• 59
    ligde iyi sonuclar alan ve kaybetme zamanı artık gelen bir sivasspor var karşımızda. kadro kalitesi bana gore yetersiz, ligdeki takımlarla karsilastirildiginda stresi minimum düzeyde bir ekip.

    zorlanabiliriz cunku sahada istediklerimizi tam olarak vermis değiliz haftalardır. ama ben bir sekilde kazanacağımıza inanıyorum.

    rakibin ve puan cetvelinin durumuyla karsilastirildiginda ben gecen hafta gaziantep fenerbahce maçına cok benzetiyorum bugun oynayacağımız macı.

    rakibi gözümüzde cok büyüttük ve umarım bunun faydasını gorur ve beklediğimizden kolay bir karşılaşma ile karsi karsiya kalırız.

    sans bizimle olsun. yeter ki sahada savasalim, şampiyonluğu istediğimizi gösterelim. ben inanıyorum ki futbolcularımız isterlerse bu kritik maçtan 3 puanı kapıp gelecekler.
  • 29
    atıf ve burhan gibi seri ve kolay adam eksiltebilen oyuncuları var ki bizim için en büyük dezavantaj da maalesef bu. oynamamız gereken oyun beşiktaş'a karşı olimpiyat'ta oynadığımız oyundur. (töre, olcay) sakin, haldır haldır bekleri ileri göndermeden oynamak, böyle oynarsak rahat kazanırız diye düşünüyorum. geriye düşmememiz gerekiyor.
    uanil2 uyardı burhan eşer yokmuş. kart cezalısı sanırım.
  • 47
    takımıma güvenimin bir hayli yüksek olduğu maç, rahat bir şekilde koyup geleceğimize inanıyorum. bir de dikkat ettim de bu sezon bütün bu tarz zor anadolu deplasmanlarını hep şikecilerden önce oynadık, tesadüf herhalde amk.

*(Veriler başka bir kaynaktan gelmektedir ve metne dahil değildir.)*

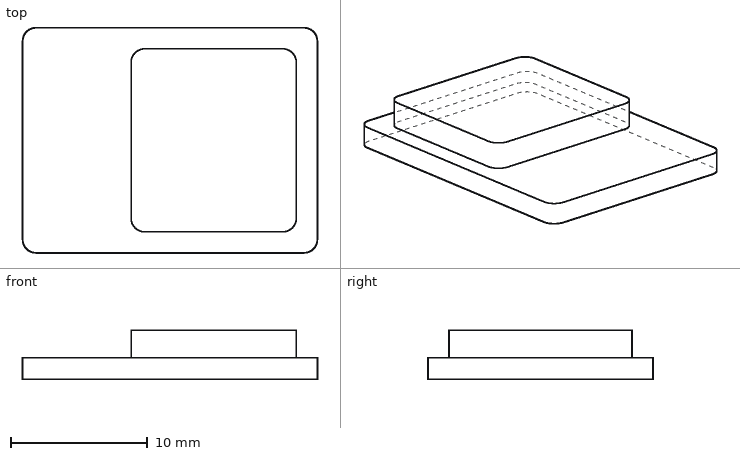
import cadquery as cq

plate_length = 21.6
plate_width = 16.5
plate_thickness = 1.6

block_margin = 1.55
block_length = 12.1
block_width = plate_width - 2 * block_margin
block_height = 2.0
block_center_x = plate_length / 2 - block_margin - block_length / 2

corner_radius = 1.0


def rounded_slab(length, width, height):
    """Slab standing on Z = 0, centred in X and Y, with rounded vertical corners."""
    slab = cq.Workplane("XY").box(length, width, height, centered=(True, True, False))
    return slab.edges("|Z").fillet(corner_radius)


plate = rounded_slab(plate_length, plate_width, plate_thickness)
block = rounded_slab(block_length, block_width, block_height)
block = block.translate((block_center_x, 0, plate_thickness))

result = plate.union(block)

    ayrıca bildiğim kadarıyla fenerbahçe'li mecnun paraya kıyıp elektrikli ısıtma sistemi yaptırmıştı, zeminin beklenen kadar kötü olacağını zannetmiyorum ama bu maça özel ısıtmayı kapattırmış olabilir bak ona da şaşırmam. *

    adamı paranoyak yaptınız lan.
  • 277
    şampiyonluk yolunda en önemli deplasmanlarımızdan birisi olan sivas maçından hemen önce melo'nun sakatlığı nedeniyle kadroda olmadığını öğrendik. böylesine zor bir deplasmanda orta sahadaki tek savaşçımızın olmaması cesaret kırıcıydı. ama ibrenin de sivas'a döndüğünü söylemek saçma olurdu. melo'nun oynamadığını duyduğumda ilk aklıma gelen soru sivas'ın orta sahasında kimin oynadığıydı. çünkü hatırladığıma göre ligin en zayıf orta sahalarından birine sahipti sivas. melo'nun yokluğu tabi ki etkileyecekti takımı ama orta saha üstünlüğünün de sivas'a geçmeyeceği kesindi.

    kadroya gelirsek, sabri'nin sakatlıktan dönmesi bizim adımıza burak'ın dönmesi kadar önemli bir gelişmeydi. daha önce de yazdım; sabri mükemmel bir oyuncu değil ama kadroda alternatifi olmaması onu çok değerli kılıyor. ligimiz için fazlasıyla yeterli ve tecrübeli bir oyuncu. tandem de chedjou-koray dan vazgeçmedi hamza hoca. koray'ı kazanmakta ısrar ediyor. saygı duyarım bu tercihe ancak son zamanlarda formu gayet yerinde olan hakan balta'nın formayı daha çok hakettiğini düşünüyorum. koray'ın performansı da fena olmasa da arkasına atılan toplarda bu sezon çok eleştirilen semih'ten bir farkı yok. hava toplarında ise bir stopere göre çok zayıf olması duran toplarda başımıza bela açabiliyor. sol bekte o mevkide oynamasına çok sıcak bakmadığım olcan'ı kesmedi hamza hoca. takımın geri kalanında da melo yerine hamit'in girmesi dışında iki kanatlı sistemi bozmadı.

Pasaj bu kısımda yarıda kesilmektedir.